S: What’s your kitchen like at home?

R: Oh, in my home kitchen I have nothing. People always laugh when they come to my house, because I’ve got five burners on top. It’s a very architectural house; this was 1983, when Richard designed it. I wasn’t a chef then, I had a family, and it’s a very minimal kitchen.

S: Tell me what you have.

R: Five burners, two dishwashers, two ovens, fridge with a freezer in the bottom – so it’s like that [sketches it out on the paper tablecloth]. That’s a unit, this is our living room with chairs, this is a dining room table, here you have a row of cupboards. This is the fridge-freezer. And I have a drinks fridge, as it were, for wine.

S: It’s interesting you have two dishwashers but just one fridge.

R: My big advice would be to have two dishwashers. Because you can use one as a cupboard. Otherwise, you’re always, always emptying the dishwasher.

S: And what are your worktops?

R: Stainless steel. It’s all stainless steel – you have to come over one day – that Richard did in 1983. It’s almost an antique. And we have not changed the kitchen at all. Up until a year ago I had four burners, and it was just a nightmare, because there was a problem with the gas. Renzo Piano would come round and tell us what we had to do to fix it. Then Richard would get people in from his office – I’d tell them the burners weren’t working, and they’d give advice. And then I finally got someone in from the fancy Italian, really upmarket kitchen design people. I went in there and I said, “I am Ruthie Rogers, my husband is Richard Rogers, and I cannot cope with my kitchen. Would you come over and do it?” And so they sent their chief engineer, and he spent the whole day underneath the stove, trying to work out how we could make these four burners work.

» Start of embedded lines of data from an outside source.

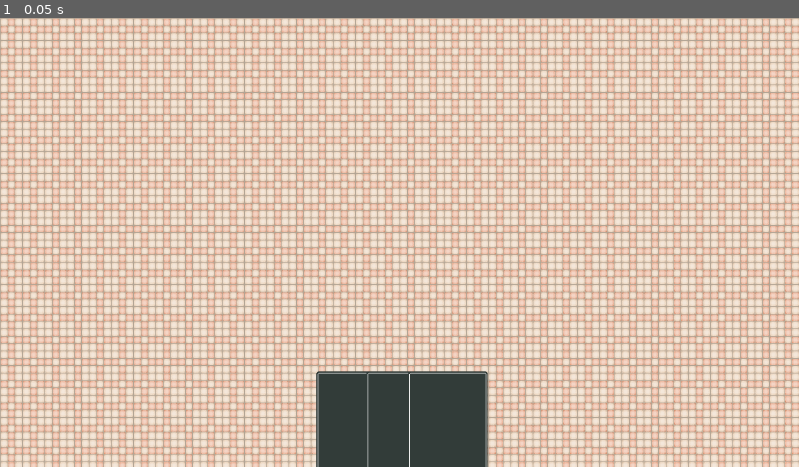
Above: before the commit, frame 1.
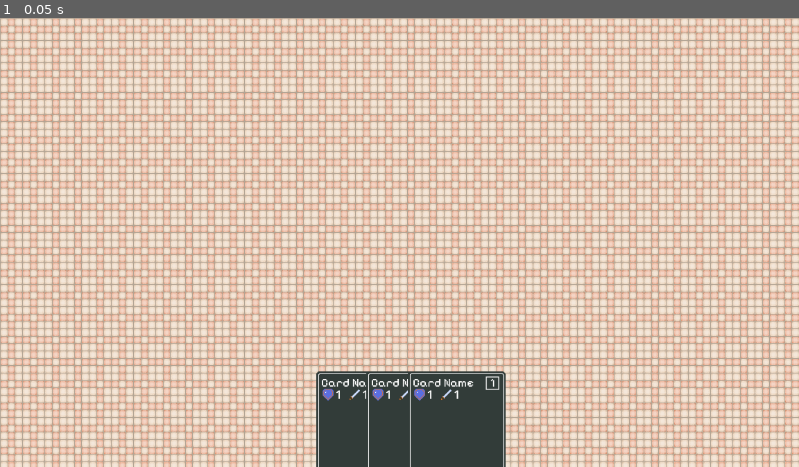
Above: after the commit, the same moment.

Repository: Degenerate-Games/Infestation
Game: Godot game, scene res://scenes/levels/5starkitchen.tscn
The game is run twice, just before and just after one commit, with the same random seed, the same clock (stepped at 60 frames per second) and the same inputs.
Inputs:
- Up to frame 1 (0.05 s): no input

The runs differ from the first frame. In frame 1, 1.1% of the frame differs, in the area x 39-64%, y 78-100%.

Commit message:
Add card scene

Diff:
--- a/scenes/card.tscn
+++ b/scenes/card.tscn
@@ -1,11 +1,92 @@
-[gd_scene load_steps=2 format=3 uid="uid://dr68m8ihkigac"]
+[gd_scene load_steps=8 format=3 uid="uid://dr68m8ihkigac"]
 
 [ext_resource type="Texture2D" uid="uid://y5n6qje8qq1a" path="res://resources/textures/cards/background.png" id="1_6rysh"]
+[ext_resource type="FontFile" uid="uid://dgrqljiryxl0j" path="res://resources/fonts/PixelifySans-VariableFont_wght.ttf" id="2_8onjp"]
+[ext_resource type="Texture2D" uid="uid://dsqi4dtgvbhb6" path="res://resources/textures/cards/borders/prestige.png" id="3_wgwrp"]
+[ext_resource type="Texture2D" uid="uid://0veayrt4iv8c" path="res://resources/textures/cards/decorations/shield.png" id="4_jeut3"]
+[ext_resource type="Texture2D" uid="uid://od56iwy3sabo" path="res://resources/textures/cards/decorations/sword.png" id="5_f30ve"]
+[ext_resource type="Texture2D" uid="uid://d1v7flfq6ceme" path="res://resources/textures/cards/decorations/parchment.png" id="6_t66lv"]
+
+[sub_resource type="AtlasTexture" id="AtlasTexture_ieuhq"]
+atlas = ExtResource("3_wgwrp")
+region = Rect2(0, 0, 16, 16)
 
 [node name="Card" type="Node2D"]
-scale = Vector2(0.45, 0.45)
+scale = Vector2(0.55, 0.55)
 
 [node name="CardBackground" type="TextureRect" parent="."]
 offset_right = 224.0
 offset_bottom = 276.0
 texture = ExtResource("1_6rysh")
+
+[node name="CardName" type="Label" parent="."]
+offset_left = 13.0
+offset_top = 11.0
+offset_right = 145.0
+offset_bottom = 47.0
+theme_override_fonts/font = ExtResource("2_8onjp")
+theme_override_font_sizes/font_size = 31
+text = "Card Name"
+
+[node name="Level" type="Label" parent="."]
+offset_left = 202.0
+offset_top = 11.0
+offset_right = 242.0
+offset_bottom = 50.0
+theme_override_fonts/font = ExtResource("2_8onjp")
+theme_override_font_sizes/font_size = 30
+text = "1"
+horizontal_alignment = 1
+vertical_alignment = 1
+
+[node name="PrestigeLabel" type="TextureRect" parent="."]
+offset_left = 202.222
+offset_top = 11.1111
+offset_right = 242.222
+offset_bottom = 51.1111
+texture = SubResource("AtlasTexture_ieuhq")
+
+[node name="Shield" type="TextureRect" parent="."]
+offset_left = 14.5455
+offset_top = 45.4545
+offset_right = 46.5455
+offset_bottom = 77.4545
+texture = ExtResource("4_jeut3")
+expand_mode = 1
+stretch_mode = 2
+
+[node name="Defense" type="Label" parent="Shield"]
+layout_mode = 0
+offset_left = 35.0
+offset_top = -7.0
+offset_right = 53.0
+offset_bottom = 37.0
+theme_override_font_sizes/font_size = 31
+text = "1"
+vertical_alignment = 1
+
+[node name="Sword" type="TextureRect" parent="."]
+offset_left = 85.4545
+offset_top = 45.4545
+offset_right = 117.455
+offset_bottom = 77.4545
+texture = ExtResource("5_f30ve")
+expand_mode = 1
+stretch_mode = 2
+
+[node name="Attack" type="Label" parent="Sword"]
+layout_mode = 0
+offset_left = 35.0
+offset_top = -7.0
+offset_right = 53.0
+offset_bottom = 37.0
+theme_override_font_sizes/font_size = 31
+text = "1"
+vertical_alignment = 1
+
+[node name="TextureRect" type="TextureRect" parent="."]
+offset_left = 7.27273
+offset_top = 243.636
+offset_right = 252.273
+offset_bottom = 343.636
+texture = ExtResource("6_t66lv")

S: They didn’t light at all?

R: They did work, but they were really frustrating. After the engineer came, he wrote me a letter that said something like, “Dear Lady Rogers, I think your kitchen is so beautiful, but you are trying to make something designed in 1980 work in 2019. I suggest you donate it to the Museum of Modern Art.” Haaa! Well, we got it fixed and it’s fine now. I got a fifth burner put in, the ones Renzo Piano designed for Smeg. It’s great. If you walked into my kitchen, you’d think, Wow.